A game can be created from its name and its arguments (which usually have defaults). There are 2 ways to create a game:

  • Using the game name and a structured GameParameters object (which, in Python, is a dictionary from argument name to compatible types (int, bool, str or a further dict). e.g. {"players": 3} with LoadGame.
  • Using a string representation such as kuhn_poker(players=3), giving LoadGame(kuhn_poker(players=3)). See open_spiel/game_parameters.cc for the exact syntax.

Creating sequential games from simultaneous games

It is possible to apply generic game transformations (see open_spiel/game_transforms/) such as loading an n-players simultaneous games into an equivalent turn-based game where simultaneous moves are encoded as n turns.

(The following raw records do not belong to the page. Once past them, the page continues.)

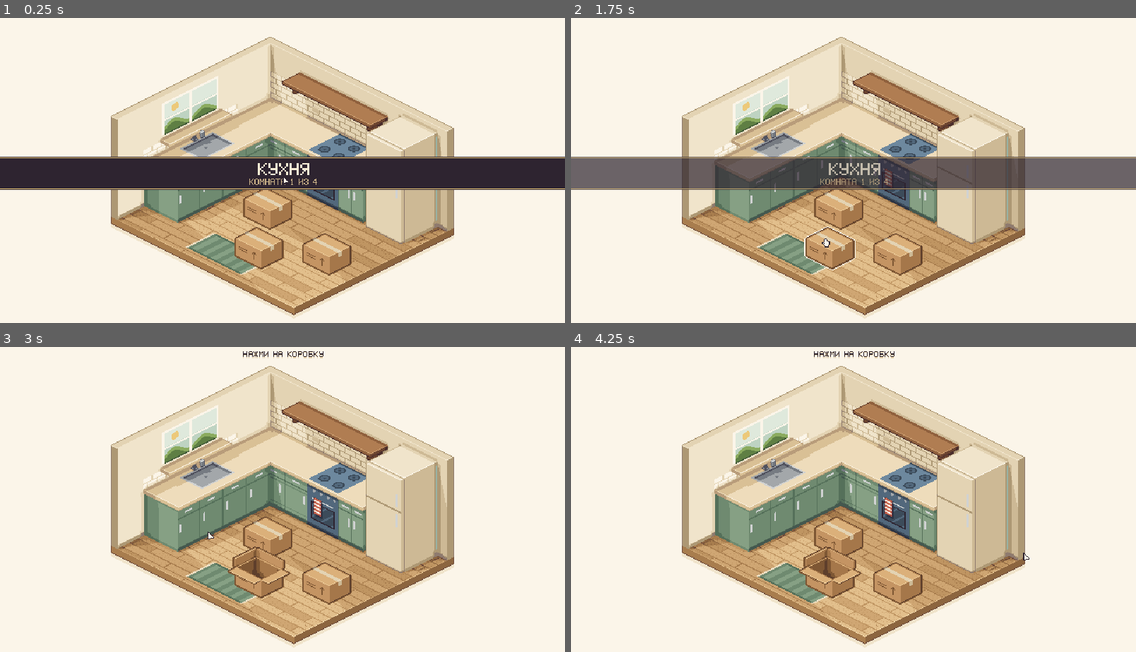
Above: before the commit, frames 1-4 (two rows, left to right).
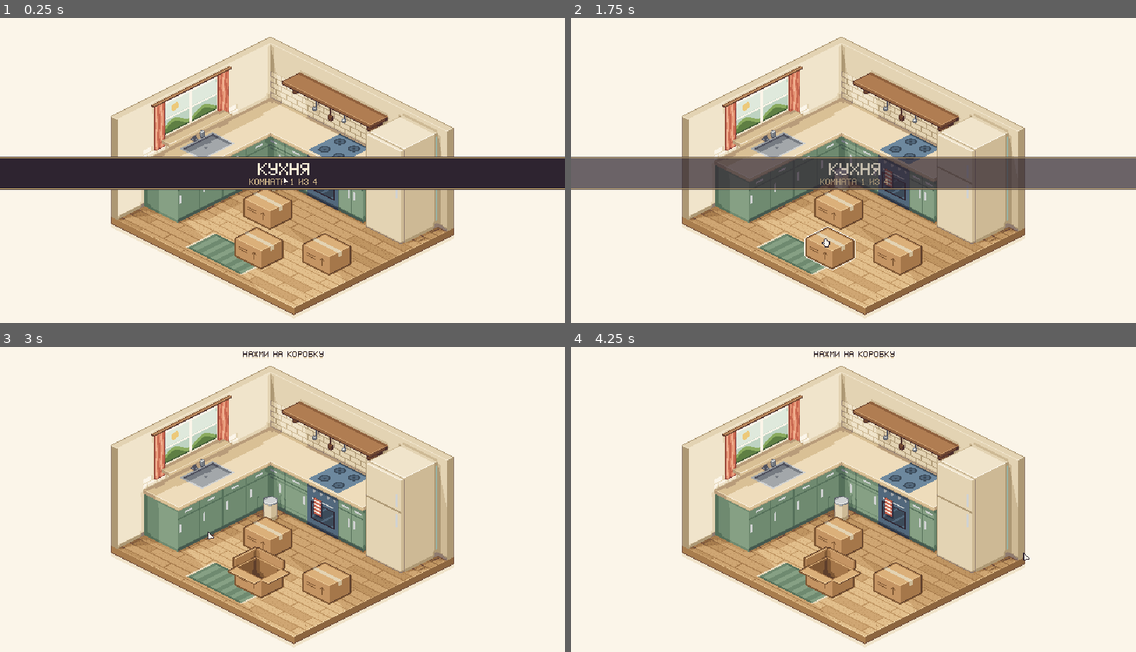
Above: after the commit, the same moments.

Repository: danilmotorin67-cyber/unpack
Game: Godot game, scene res://scenes/main.tscn
The game is run twice, just before and just after one commit, with the same random seed, the same clock (stepped at 60 frames per second) and the same inputs.
Inputs (mouse positions are in pixels of both pictures, inside the frame that each line leads up to):
- Up to frame 1 (0.25 s): no input
- Up to frame 2 (1.75 s): tap Enter at 0.5 s; move the mouse to (977, 161) at 0.52 s; tap M at 0.6 s; click (977, 161) at 0.67 s; tap Space at 0.77, 1.25 s; drag from (740, 191) to (825, 240) at 1.27 s
- Up to frame 3 (3 s): move the mouse to (339, 435) at 2.02 s; tap Enter at 2.1, 2.75 s; click (339, 435) at 2.17 s; drag from (254, 569) to (113, 456) at 2.77 s
- Up to frame 4 (4.25 s): tap Space at 3.5, 3.77 s; move the mouse to (1023, 551) at 3.52 s; tap R at 3.6 s; click (1023, 551) at 3.67 s

The runs differ from the first frame. In frame 1, 0.9% of the frame differs, in the area x 26-62%, y 15-57%; in frame 2, 1.0%; in frame 3, 1.1%; in frame 4, 1.1%.

Commit message:
Мелочи в комнатах и прорисовка тканей
Ткани: складки, объём подушек, заломы на пледах (folds, puff, wrinkles).
Шторы на окнах, рейлинг с утварью и ведро на кухне, шторка, полотенце и
весы в ванной, свисающий плед, гирлянда, рюкзак и тапочки в спальне,
диванные подушки, плед, пуф, колонка и провод в гостиной. Подушки,
полотенца и одежда среди предметов тоже объёмные.

Co-Authored-By: Claude Opus 5.5 <noreply@anthropic.com>
Claude-Session: https://claude.ai/code/session_01S4yhpqFcJEw2QoDdGk3XzY

Diff:
--- a/game/scripts/art_data.gd
+++ b/game/scripts/art_data.gd
@@ -86,7 +86,7 @@
 			"fridge": {"closed": "res://assets/sprites/kitchen_fridge_closed.png", "open": "res://assets/sprites/kitchen_fridge_open.png", "closed_pos": Vector2(413, 130), "open_pos": Vector2(372, 130), "closed_depth": 173, "open_depth": 171},
 		},
 		"zones": [
-			{"id": "wall_l", "tag": "wall", "wall": "L", "u0": -40, "u1": -6, "z0": 50, "z1": 82},
+			{"id": "wall_l", "tag": "wall", "wall": "L", "u0": -36, "u1": -6, "z0": 50, "z1": 82},
 			{"id": "wall_r", "tag": "wall", "wall": "R", "u0": 2, "u1": 24, "z0": 63, "z1": 82},
 			{"id": "sill", "tag": "sill", "x0": 0, "y0": 43, "x1": 9, "y1": 93, "z": 50.5, "max_h": 30},
 			{"id": "shelf", "tag": "shelf", "x0": 25, "y0": 0, "x1": 100, "y1": 15, "z": 73, "max_h": 12},
@@ -106,7 +106,7 @@
 			"mirror": {"closed": "res://assets/sprites/bathroom_mirror_closed.png", "open": "res://assets/sprites/bathroom_mirror_open.png", "closed_pos": Vector2(322, 63), "open_pos": Vector2(272, 63), "closed_depth": 67.5, "open_depth": 67.5},
 		},
 		"zones": [
-			{"id": "bath", "tag": "bath", "x0": 3, "y0": 69, "x1": 27, "y1": 125, "z": 4, "max_h": 30},
+			{"id": "bath", "tag": "bath", "x0": 3, "y0": 69, "x1": 27, "y1": 102, "z": 4, "max_h": 30},
 			{"id": "sink", "tag": "sink", "x0": 17, "y0": 0, "x1": 63, "y1": 26, "z": 33, "max_h": 14},
 			{"id": "mirror_0", "tag": "mirror", "x0": 24, "y0": 1, "x1": 56, "y1": 7.5, "z": 50, "max_h": 9.5, "container": "mirror"},
 			{"id": "mirror_1", "tag": "mirror", "x0": 24, "y0": 1, "x1": 56, "y1": 7.5, "z": 61.5, "max_h": 10, "container": "mirror"},
@@ -124,7 +124,7 @@
 		},
 		"zones": [
 			{"id": "wall_r", "tag": "wall", "wall": "R", "u0": 4, "u1": 55, "z0": 36, "z1": 82},
-			{"id": "wall_l", "tag": "wall", "wall": "L", "u0": -128, "u1": -96, "z0": 34, "z1": 82},
+			{"id": "wall_l", "tag": "wall", "wall": "L", "u0": -128, "u1": -99, "z0": 34, "z1": 82},
 			{"id": "bed", "tag": "bed", "x0": 18, "y0": 37, "x1": 46, "y1": 97, "z": 21, "max_h": 40},
 			{"id": "nightstand", "tag": "nightstand", "x0": 0, "y0": 104, "x1": 18, "y1": 122, "z": 22, "max_h": 40},
 			{"id": "wardrobe_0", "tag": "wardrobe", "x0": 60, "y0": 1, "x1": 96, "y1": 23, "container": "wardrobe", "z": 4, "max_h": 24},
@@ -140,8 +140,8 @@
 			"sideboard": {"closed": "res://assets/sprites/living_sideboard_closed.png", "open": "res://assets/sprites/living_sideboard_open.png", "closed_pos": Vector2(158, 183), "open_pos": Vector2(195, 183), "closed_depth": 147.5, "open_depth": 145.5},
 		},
 		"zones": [
-			{"id": "wall_l1", "tag": "wall", "wall": "L", "u0": -58, "u1": -20, "z0": 44, "z1": 82},
-			{"id": "wall_l2", "tag": "wall", "wall": "L", "u0": -128, "u1": -102, "z0": 36, "z1": 82},
+			{"id": "wall_l1", "tag": "wall", "wall": "L", "u0": -54, "u1": -20, "z0": 44, "z1": 82},
+			{"id": "wall_l2", "tag": "wall", "wall": "L", "u0": -128, "u1": -106, "z0": 36, "z1": 82},
 			{"id": "wall_r", "tag": "wall", "wall": "R", "u0": 30, "u1": 88, "z0": 34, "z1": 82},
 			{"id": "sofa", "tag": "sofa", "x0": 36, "y0": 6, "x1": 84, "y1": 24, "z": 16, "max_h": 30},
 			{"id": "table", "tag": "table", "x0": 50, "y0": 44, "x1": 84, "y1": 70, "z": 14, "max_h": 40},
Binary file changed: game/assets/sprites/bathroom_bg.png
Not shown, changed: game/assets/sprites/bathroom_bg.png.import
Not shown, changed: game/assets/sprites/bathroom_mirror_closed.png.import
Not shown, changed: game/assets/sprites/bathroom_mirror_open.png.import
Binary file changed: game/assets/sprites/bedroom_bg.png
Not shown, changed: game/assets/sprites/bedroom_bg.png.import
Binary file changed: game/assets/sprites/bedroom_wardrobe_closed.png
Not shown, changed: game/assets/sprites/bedroom_wardrobe_closed.png.import
Not shown, changed: game/assets/sprites/bedroom_wardrobe_open.png.import
Not shown, changed: game/assets/sprites/box_closed.png.import
Not shown, changed: game/assets/sprites/box_open.png.import
Not shown, changed: game/assets/sprites/cursor_arrow.png.import
(and 83 more such lines)

One can use LoadGameAsTurnBased(game), or use the string representation, such as turn_based_simultaneous_game(game=goofspiel(imp_info=True,num_cards=4,points_order=descending)).

Playing a trajectory

Here are for example the Python code to play one trajectory:

import random
import pyspiel
import numpy as np

game = pyspiel.load_game("kuhn_poker")
state = game.new_initial_state()
while not state.is_terminal():
  legal_actions = state.legal_actions()
  if state.is_chance_node():
    # Sample a chance event outcome.
    outcomes_with_probs = state.chance_outcomes()
    action_list, prob_list = zip(*outcomes_with_probs)
    action = np.random.choice(action_list, p=prob_list)
    state.apply_action(action)
  else:
    # The algorithm can pick an action based on an observation (fully observable
    # games) or an information state (information available for that player)
    # We arbitrarily select the first available action as an example.
    action = legal_actions[0]
    state.apply_action(action)

See open_spiel/python/examples/example.py for a more thorough example that covers more use of the core API.

See open_spiel/python/examples/playthrough.py (and open_spiel/python/algorithms/generate_playthrough.py) for an richer example generating a playthrough and printing all available information.

In C++, see open_spiel/examples/example.cc which generates random trajectories.